The AD process is complex, affected by many factors including the type and composition of the substrate, microbial composition, temperature, organic loading rate (OLR), pH and reactor configuration, etc. Many studies have reported that temperature is one of the most crucial factors influencing the microbial community, process kinetics, stability, substrate utilization rates, and methane yield (Bouallagui et al., 2009, Dela-Rubia et al., 2002, Riau et al., 2010). The AD process is commonly operated in the mesophilic temperature, considering the process stability, energy expense and microorganism sensitivity (El-Mashad et al., 2003, Fernandez et al., 2008, Ward et al., 2008).
OLR is also considered as an important operational parameter. The high OLR means high treatment capacity and methane yield, but it also may lead to overloading and thereby causing process instability, and even system failure. Li et al. (2015a) reported operating limits of OLR when livestock manure was mono-digested. Guo et al. (2013a) indicated that there might be a risk of acidification if the reactor operated below 38 °C at high OLRs. Thus, there is a need for a strategy to find a suitable OLR for achieving a stable and optimum anaerobic digestion of pig manure.
Regarding PM, its carbon to nitrogen (C/N) ratio was lower relative to the optimum C/N ratio (20:1–30:1) existing ammonium inhibition risk. Therefore, several studies, in batch or continuous experiments, have indicated the benefits of co-digestion with other wastes (Astals et al., 2013, Ren et al., 2014, Zhang et al., 2014), however, PM is still commonly used as the sole feedstock to produce biogas for most farms in China. Actually, for co-digestion, the sources, transportation, and supply stability of the co-substances should be considered to keep a long run of the biogas plant.

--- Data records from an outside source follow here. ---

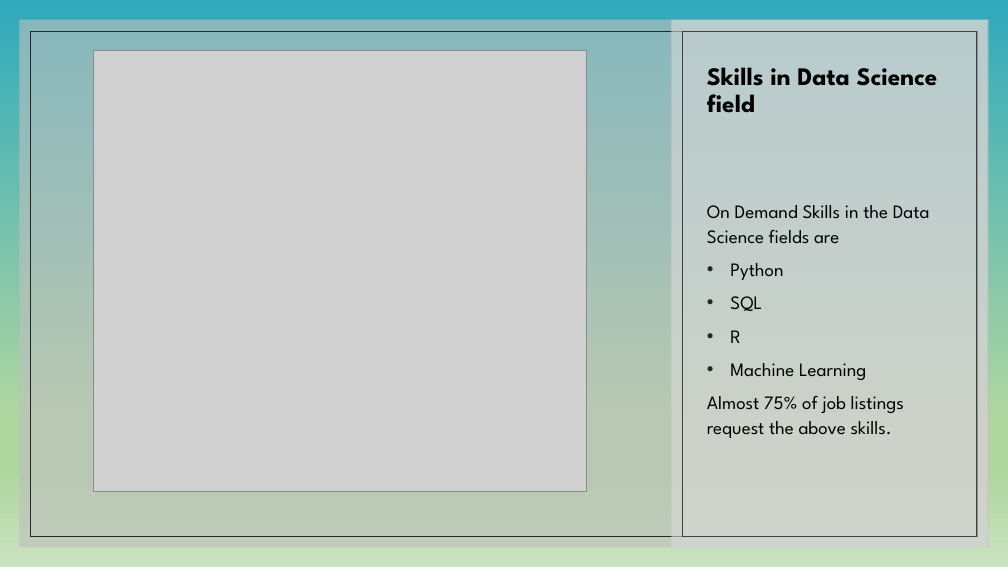
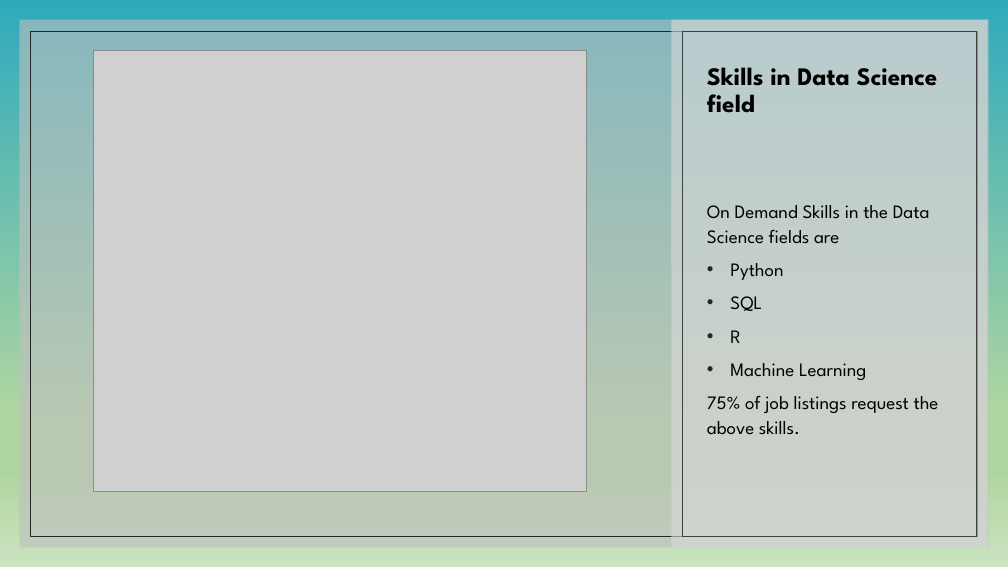
Before and after one commit to rchiovaro/AnotherDayAnotherData, a slide deck: slide 13 of Data Science – A deep dive.pptx. Drawn at 1008x567 pixels with LibreOffice and Linux fonts; fonts in the diff are those of the drawing; grey boxes stand for pictures. Boxes give left, top, right and bottom in pixels: in the first picture for what was removed or moved away, otherwise in the second. Text is boxed around its words. In the diff, an @@ line names an element or a change of style, - is before the commit and + after.

```diff
--- a/Data Science – A deep dive.pptx
+++ b/Data Science – A deep dive.pptx
@@ text at bbox=[707, 396, 939, 434]: text changed @@
-Almost 75% of job listings request the above skills.
+75% of job listings request the above skills.
```
Also in this commit, not shown: 1 other slide changed, 2 other files.

Some existing biogas plants have been operating at low efficiency owing to various technical barriers, such as running at lower or higher OLR, fluctuant digestion temperature, lack of knowledge about maintenance and monitoring, etc.(Deng et al., 2017). Thus, the appropriate operating conditions are essential for the commercial and sustainable development of AD technology treating PM. Most of the AD studies are in lab-scale (Guo et al., 2013a, Ni et al., 2017, Tsapekos et al., 2017) or evaluate the operational performance of existed biogas plants (Dong and Lu, 2013, Li et al., 2015b). The results and discussion from lab-scale indeed could provide insight into large-scale development. However, there are few studies linking the data from lab-scale to give design consideration for a farm-scale biogas plant, in particular, how the effects of different OLRs on the mass flow and energy requirement observed in lab-scale operation be interpreted in large-scale without building a real large-scale reactor has never been investigated. Thus, this is extremely important because it can (і) help to know the input, output and detailed mass flow and energy consumption, (іі) investigate different scenarios to provide appropriate considerations for the design of the commercial biogas plant.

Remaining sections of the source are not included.